Die Heirat war eine persönliche Angelegenheit, die keinen Anlaß bot zu einer religiösen Zeremonie. Nefertari hatte sich ein schlichtes Fest gewünscht, auf dem Lande, in einem Palmenhain, zwischen Kornfeldern und blühenden Mondbohnen, in der Nähe eines Kanals, an dessen schlammigen Ufern die Herden zur Tränke kamen.
Die junge Frau trug wie Königin Tuja ein kurzes Leinenkleid und als Schmuck Lapislazuli-Armbänder und Karneolkette. Der Eleganteste war Acha. Er war am selben Morgen aus den Ostländern zurückgekehrt, und dieses in so bäuerlichem Rahmen gehaltene Fest, das im Beisein der großen königlichen Gemahlin, Mosis, Amenis und Setaous nebst einem berühmten griechischen Dichter, einem Löwen mit gewaltigen Pranken und einem schier närrischen Hund stattfand, erstaunte ihn sehr. Acha wäre höfischer Prunk lieber gewesen, doch er enthielt sich jeglichen Einwands und teilte das ländliche Mahl trotz der spöttischen Blicke Setaous.
»Du fühlst dich nicht wohl in deiner Haut«, bemerkte der Schlangenbeschwörer.

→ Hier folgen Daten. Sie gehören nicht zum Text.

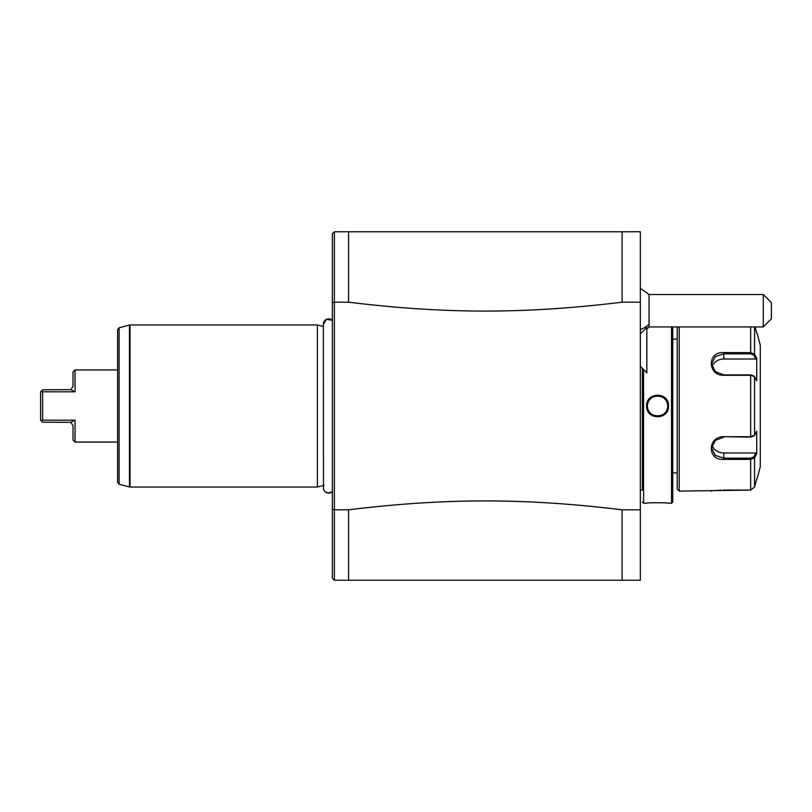 <?xml version="1.0" encoding="UTF-8"?>
<svg xmlns="http://www.w3.org/2000/svg" width="812" height="812" viewBox="0 0 812 812"><rect width="100%" height="100%" fill="white"/><g stroke="black" fill="none" stroke-linecap="round" stroke-linejoin="round"><path stroke-width="1.22" d="M640.333 302.196L622.104 302.196L622.104 231.755L640.333 231.755L640.333 580.245L334.392 580.245L332.362 578.225L332.362 509.215L334.392 509.804L334.392 302.196L332.362 302.785L332.362 320.344A5.308 5.308 -0 0 0 323.369 324.161L323.45 488.794M622.104 231.755L334.392 231.755L334.392 302.196L348.571 302.196L348.571 231.755L334.392 231.755L332.362 233.775L332.362 509.215L332.362 491.656L328.17 493.117L324.871 491.534M348.571 509.804L348.571 580.245L334.392 580.245L334.392 509.804L348.571 509.804C445.808 497.959 524.867 497.959 622.104 509.804L622.104 580.245M640.333 509.804L622.104 509.804M622.104 302.196C524.867 314.041 445.808 314.041 348.571 302.196M324.039 485.261A5.308 5.308 -0 0 0 332.362 491.656M323.369 326.566L317.37 324.952L130.011 324.952L130.011 487.048L317.37 487.048L317.37 324.952M323.369 485.434L317.37 487.048M117.598 329.763L117.598 482.237L119.09 484.196L119.09 327.804L117.598 329.763M117.598 369.937L75.049 369.937L75.059 391.82L42.63 391.82L42.65 420.18L75.059 420.18L70.725 422.352L73.019 425.447L73.019 440.033L75.059 442.063L75.059 420.18M42.742 391.82L75.059 391.82L74.024 391.323M117.598 442.063L75.049 442.063M71.466 421.956L72.258 421.55M73.1 421.123L74.024 420.677M70.725 422.352L42.63 422.21L41.26 420.849L40.6 420.18L40.6 391.82L40.6 420.18L41.26 420.849L42.63 420.18M75.059 369.937L73.019 371.967L73.019 386.553L70.725 389.648L42.63 389.79L40.6 391.82L41.26 391.151L42.63 391.82M73.1 390.876L72.258 390.45M70.725 389.648L75.039 391.82M640.333 366.303L646.849 372.809L646.849 327.52L640.333 333.854M640.333 288.311L649.042 294.512L649.042 326.931L646.849 329.093M763.3 294.512L771.4 302.622L771.4 318.822L763.3 326.931L763.3 294.512L649.042 294.512M640.333 490.083L642.363 490.083L642.363 368.333L642.363 490.083M643.591 369.551L643.591 503.257L642.363 502.029L643.581 503.257L646.616 503.247C646.078 502.567 669.098 502.577 668.499 503.257L671.534 503.257L671.534 326.931M668.499 406C669.027 420.261 646.129 420.322 646.616 406C646.098 391.739 668.986 391.678 668.499 406L667.687 406C668.438 418.951 646.758 419.124 647.428 406C646.687 393.049 668.367 392.876 667.687 406M668.499 503.257C668.986 502.567 646.139 502.577 646.616 503.247M672.752 326.931L672.752 502.029L671.534 503.257M677.208 339.142L677.208 489.068L677.208 326.931L677.208 339.142L672.752 339.142M679.238 326.931L679.238 491.098L677.208 489.068M679.238 491.098L750.664 490.083L754.571 487.058L750.664 490.083L723.573 490.083M755.881 359.005L756.723 358.265L754.571 354.215L756.723 358.265L756.723 380.787L754.571 376.727L750.664 375.296L723.817 375.296C707.293 375.702 707.039 351.22 723.817 352.621L750.664 352.621L754.571 354.215L753.79 355.047L755.881 359.005L723.817 359.005A12.16 10.526 180 0 0 712.104 366.709M723.817 436.704L750.664 436.704L754.571 435.273L756.723 431.213L756.723 453.735L754.571 457.785L750.664 459.379L723.817 459.379C707.079 460.79 707.252 436.318 723.817 436.704L750.664 437.11L753.698 436.054M754.571 487.058L756.723 478.938L754.571 487.058L754.571 457.785L753.79 456.953L750.664 458.171L723.817 458.171L715.24 455.349L711.657 448.143L715.24 440.429L723.817 437.11M753.394 436.348L754.571 435.273L754.571 376.727L753.394 375.651M750.664 437.11L750.664 374.89L753.698 375.946M750.664 374.89L723.817 374.89L715.24 371.571L711.657 363.857L715.23 356.651L723.817 353.829L750.664 353.829L753.79 355.047M750.664 326.931L750.664 352.621L723.817 352.621L723.817 359.005M720.883 490.133L719.067 490.225M717.544 490.326L716.834 490.377M715.524 490.499L714.225 490.641M711.819 490.955L710.845 491.098M753.79 456.953L755.881 452.994L723.817 452.994L723.817 459.379L750.664 459.379L750.664 458.171M756.723 333.062L755.099 326.931L756.723 333.062M757.028 478.938L760.286 466.788L760.286 345.212L757.028 333.062M755.881 452.994L756.723 453.735L754.571 457.785M723.817 452.994A12.16 10.526 0 0 1 712.104 445.291M646.616 406L647.428 406M647.448 405.411A10.13 10.13 0 0 1 647.499 404.812M647.59 404.193A10.13 10.13 0 0 1 659.435 396.043M660.054 396.185A10.13 10.13 0 0 1 660.674 396.357M661.272 396.571A10.13 10.13 0 0 1 665.769 400.062M666.124 400.59A10.13 10.13 0 0 1 666.449 401.138M666.987 402.295A10.13 10.13 0 0 1 667.2 402.894M667.383 403.513A10.13 10.13 0 0 1 667.515 404.132M667.616 404.752A10.13 10.13 0 0 1 667.667 405.381M647.448 406.619A10.13 10.13 0 0 0 647.509 407.248M647.6 407.868A10.13 10.13 0 0 0 647.743 408.487M647.915 409.106A10.13 10.13 0 0 0 648.128 409.705M648.666 410.862A10.13 10.13 0 0 0 648.991 411.41M649.356 411.938A10.13 10.13 0 0 0 653.853 415.429M654.452 415.642A10.13 10.13 0 0 0 655.061 415.815M655.69 415.957A10.13 10.13 0 0 0 667.525 407.807M667.616 407.188A10.13 10.13 0 0 0 667.677 406.589M130.011 487.048L129.484 486.977L129.484 325.023L130.011 324.952M649.042 324.323A24.309 20.391 180 0 1 640.333 329.52M750.664 490.083L750.664 459.379M750.664 352.621L750.664 353.829M754.571 354.215L754.571 326.931M332.362 320.344L326.607 319.278L323.369 324.161M324.313 490.864L323.734 489.758M129.484 486.977L119.09 484.196M129.484 325.023L119.09 327.804M640.333 333.143L641.653 332.544M649.042 326.931L763.3 326.931M672.752 472.858L677.208 472.858"/></g></svg>

»Es ist ein hübscher Ort.«
»Aber das Gras macht Flecken auf dein schönes Gewand! Das Leben ist manchmal doch recht hart, vor allem, wenn weit und breit kein Reptil zu sehen ist.«
Trotz seiner schwachen Sehkraft war Homer hingerissen von Nefertari. Widerstrebend mußte er zugeben, daß sie an Schönheit Helena noch übertraf.
»Diesen echten Erholungstag verdanke ich dir, und ich genieße ihn«, sagte Moses zu Ramses.
»Ist Karnak so anstrengend?«
»Das Bauvorhaben ist so gewaltig, daß der geringste Fehler ein Scheitern bewirken würde. Ich prüfe unermüdlich jede Einzelheit, damit die Arbeiten ungehindert weitergehen.«
Sethos war nicht anwesend. Obwohl er diese Heirat guthieß, hatte der König sich keinen Mußetag gönnen können. Ägypten gewährte ihn nicht.
Es war ein gelöster und glücklicher Tag. Zurück in Memphis, nahm Ramses Nefertari in die Arme und führte sie über die Schwelle ihres Hauses. Vor dem Gesetz waren sie jetzt Mann und Frau.